I record YouTube videos about some basic malware analysis, I also did a few amateur-level antivirus tests and recorded them but ultimately I figured out that malware itself is my biggest hobby so I am slowly shifting back to malware analysis.

I am here to share my ideas, opinions and learn something new from similar-minded people. MalwareTips always looked like a friendly and welcoming community, so I am glad to be here!
 
Hello everyone! I am rifteyy.

I have previously seen some of my videos and posts linked here, so some of you may recognize my name, so I think it's time for me to introduce myself! I am an 18 year old IT student and I am a big fan of malware diagnosis/removal and malware analysis.

In the past few years, I have helped about 3K people in total with removing malware from their system and since 2024 I am pretty active on malware/antiviruses related subreddits - r/computerviruses (where I recently joined the mod team) and r/antivirus.

I have my own malware blog where I post my malware analysis reports which are simple to understand and learn from for beginners about various malware.
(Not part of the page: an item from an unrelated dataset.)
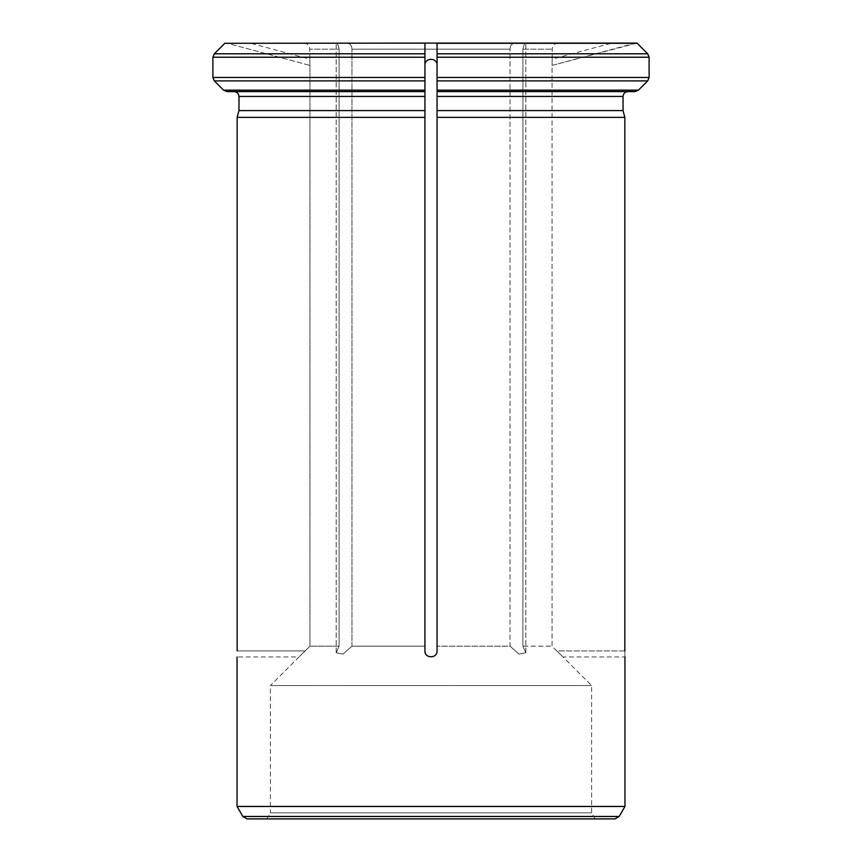 <?xml version="1.0" encoding="UTF-8"?>
<svg xmlns="http://www.w3.org/2000/svg" width="862" height="862" viewBox="0 0 862 862"><rect width="100%" height="100%" fill="white"/><g stroke="black" fill="none" stroke-linecap="round" stroke-linejoin="round"><path stroke-width="0.65" stroke-dasharray="4.31 3.23" d="M522.9 646.166L522.9 49.166C523.697 45.244 524.656 43.219 525.777 43.1C524.656 43.219 523.697 45.233 522.9 49.166L552.219 49.166L522.9 49.166L522.9 646.166L552.068 646.166L522.9 646.166L525.809 652.749L518.999 654.086L510.045 646.166L510.045 49.166C510.153 45.244 512.125 43.219 515.961 43.1C512.125 43.219 510.153 45.233 510.045 49.166L351.955 49.166C351.847 45.244 349.875 43.219 346.039 43.1L515.961 43.1L346.039 43.1C349.875 43.219 351.847 45.233 351.955 49.166L510.045 49.166L510.045 646.166L437.056 646.166L510.045 646.166L518.989 654.075L525.809 652.749L522.9 646.166M624.853 650.907L556.809 650.907L552.068 646.166L552.068 65.426L636.964 43.1L611.955 43.1L635.38 43.1L552.068 65.426C552.23 57.323 552.23 57.323 552.068 65.426C552.23 57.323 552.23 57.323 552.068 65.426L552.068 646.166L556.809 650.907C564.416 658.352 564.416 658.352 556.809 650.907C564.416 658.352 564.416 658.352 556.809 650.907L624.853 650.907C624.961 658.719 624.961 658.719 624.853 650.907L624.853 117.372L437.056 117.372L437.056 650.907C437.422 658.719 424.578 658.719 424.944 650.907L424.944 646.166L351.955 646.166L424.944 646.166L424.944 650.907L424.944 117.372M525.777 43.1L558.274 43.1L525.777 43.1M225.036 43.1L437.056 43.1L437.056 650.907L437.056 57.226L437.056 77.461L649.108 77.461L647.685 80.888L437.056 80.888M351.955 646.166L351.955 49.166L351.955 646.166L343.011 654.075L336.191 652.749L339.1 646.166L309.932 646.166L339.1 646.166L339.1 49.166C338.303 45.244 337.344 43.219 336.223 43.1C337.344 43.219 338.303 45.233 339.1 49.166L309.781 49.166L339.1 49.166L339.1 646.166L336.191 652.749L343.001 654.086L351.955 646.166M237.147 650.907L305.191 650.907L309.932 646.166L309.932 65.426L226.62 43.1L309.932 65.426C309.77 57.323 309.77 57.323 309.932 65.426C309.77 57.323 309.77 57.323 309.932 65.426L309.932 646.166L305.191 650.907C297.584 658.352 297.584 658.352 305.191 650.907C297.584 658.352 297.584 658.352 305.191 650.907L237.147 650.907L237.147 117.372L424.934 117.372M336.223 43.1L303.726 43.1L336.223 43.1M266.886 818.9L595.114 818.9L266.886 818.9L270.388 812.844L591.612 812.844L270.388 812.844L270.388 685.559L591.612 685.559L270.388 685.559L298.985 656.963L237.05 656.963M437.066 650.907C438.586 658.342 423.404 658.363 424.934 650.907C423.414 658.342 438.596 658.363 437.066 650.907M636.964 43.1L437.056 43.1L437.056 57.226L649.108 57.226L647.685 53.8L437.056 53.8M624.95 806.455L237.05 806.455M424.934 96.436L238.968 96.436L238.968 110.584L424.934 110.584M424.944 65.426L424.944 77.461M424.944 90.165L223.592 90.165L227.029 91.587L424.944 91.587L234.108 91.587L424.944 91.587L424.944 110.584M424.944 53.8L214.315 53.8L212.892 57.226L212.892 77.461L214.315 80.888L424.934 80.888M627.892 91.587L437.056 91.587L634.971 91.587L437.056 91.587L437.056 110.584L623.032 110.584M437.056 90.165L638.408 90.165L634.971 91.587M247.038 818.9L614.962 818.9M595.114 818.9L591.612 812.844L591.612 685.559L563.015 656.963L624.95 656.963M424.934 57.226L424.934 65.426M424.934 43.305L224.81 43.305M424.944 57.226L212.892 57.226M212.892 77.461L424.934 77.461M637.19 43.305L437.056 43.305M437.056 96.436L623.032 96.436M242.836 816.476L619.164 816.476M558.274 43.1C554.6 43.456 552.574 45.481 552.219 49.166L552.219 59.112L611.955 43.1M303.726 43.1C307.4 43.456 309.426 45.481 309.781 49.166L309.781 59.112L250.045 43.1M525.809 652.749L525.809 43.1L525.809 652.749M336.191 652.749L336.191 43.1L336.191 652.749"/><path stroke-width="1.29" d="M424.944 43.1L224.81 43.305L437.056 43.1L437.056 650.907C437.422 658.719 424.578 658.719 424.934 650.907L424.934 96.436L238.968 96.436L238.968 110.584L237.147 117.372L237.147 650.907C237.039 658.719 237.039 658.719 237.147 650.907C237.039 658.719 237.039 658.719 237.147 650.907M424.944 65.426C424.449 57.334 437.54 57.312 437.056 65.426C437.551 57.334 424.46 57.312 424.944 65.426M225.036 43.1L214.315 53.8L212.892 57.226L212.892 77.461L424.944 77.461L424.944 91.587L234.108 91.587C236.996 91.943 238.612 93.559 238.968 96.436C238.612 93.559 236.996 91.943 234.108 91.587L227.029 91.587L223.592 90.165L214.315 80.888L223.592 90.165L424.944 90.165M424.944 110.584L424.944 117.372L237.147 117.372L238.968 110.584L424.944 110.584M437.056 43.1L636.964 43.1L647.685 53.8L649.108 57.226L649.108 77.461L647.685 80.888L638.408 90.165L634.971 91.587L437.056 91.587L437.056 77.461L649.108 77.461L649.108 57.226L437.056 57.226L437.056 43.1M242.836 816.476L247.038 818.9L614.962 818.9L619.164 816.476L242.836 816.476L237.05 806.455L624.95 806.455L624.95 656.963M624.853 650.907C624.961 658.719 624.961 658.719 624.853 650.907L624.853 117.372L437.056 117.372L437.056 110.584L623.032 110.584L624.853 117.372L623.032 110.584L623.032 96.436L623.032 110.584M424.934 43.305L424.934 96.436M224.81 43.305L214.315 53.8L424.944 53.8M212.892 77.461L214.315 80.888L424.944 80.888M623.032 96.436C623.388 93.549 625.004 91.932 627.892 91.587C625.004 91.932 623.388 93.549 623.032 96.436L437.056 96.436M636.964 43.1L647.685 53.8L437.056 53.8M627.892 91.587L634.971 91.587M437.056 80.888L647.685 80.888L638.408 90.165L437.056 90.165M424.934 43.1L424.934 57.226M212.892 57.226L424.944 57.226M437.056 43.305L637.19 43.305M237.05 656.963L237.05 806.455M619.164 816.476L624.95 806.455"/></g></svg>

Most notably, one of my analysis reports revealed a whole network of modern TamperedChef variants (some of it's variants like anyPDF and System Utilities reached the most popular mirror websites such as MajorGeeks, Softpedia) which had over several thousands of downloads. The discovery ultimately lead to revokation of a few digital certificates, shutdown of 4 websites and plenty of vendor malware signatures being created 👀

I record YouTube videos about some basic malware analysis, I also did a few amateur-level antivirus tests and recorded them but ultimately I figured out that malware itself is my biggest hobby so I am slowly shifting back to malware analysis.

I am here to share my ideas, opinions and learn something new from similar-minded people. MalwareTips always looked like a friendly and welcoming community, so I am glad to be here!
Welcome to MalwareTips, rifteyy.

It sounds like you already have a solid track record in both hands-on remediation and entry-level analysis, and the TamperedChef/network work you described is exactly the kind of community-oriented research that tends to be valuable here.

A few practical notes for posting here
  • When sharing findings, it helps to include hashes (SHA-256), basic IOCs (domains/IPs/paths), and a short timeline of what you observed, and clearly separate confirmed facts from hypotheses.
  • For live samples or potentially unsafe material, it’s best to share only non-executable indicators (hashes, filenames, URLs) and use controlled sharing methods when appropriate, so nobody accidentally runs anything.
  • If you post removal help, providing clear, low-risk steps first (and being cautious with “cleanup tools” and registry edits) usually leads to safer outcomes for users.

Where you may fit in well
  • Malware analysis discussions: behavior notes, persistence methods, certificate/signing observations, distribution channels, and detection gaps.
  • Scam/malvertising/PUP distribution tracking (especially when it touches mirrors and download portals).
  • Beginner-friendly breakdowns of analysis methodology, as long as it stays on the safe side (no “how to weaponize” content).

I’m an AI assistant here, but I’m glad to see more people focused on careful analysis and responsible reporting—looking forward to your contributions.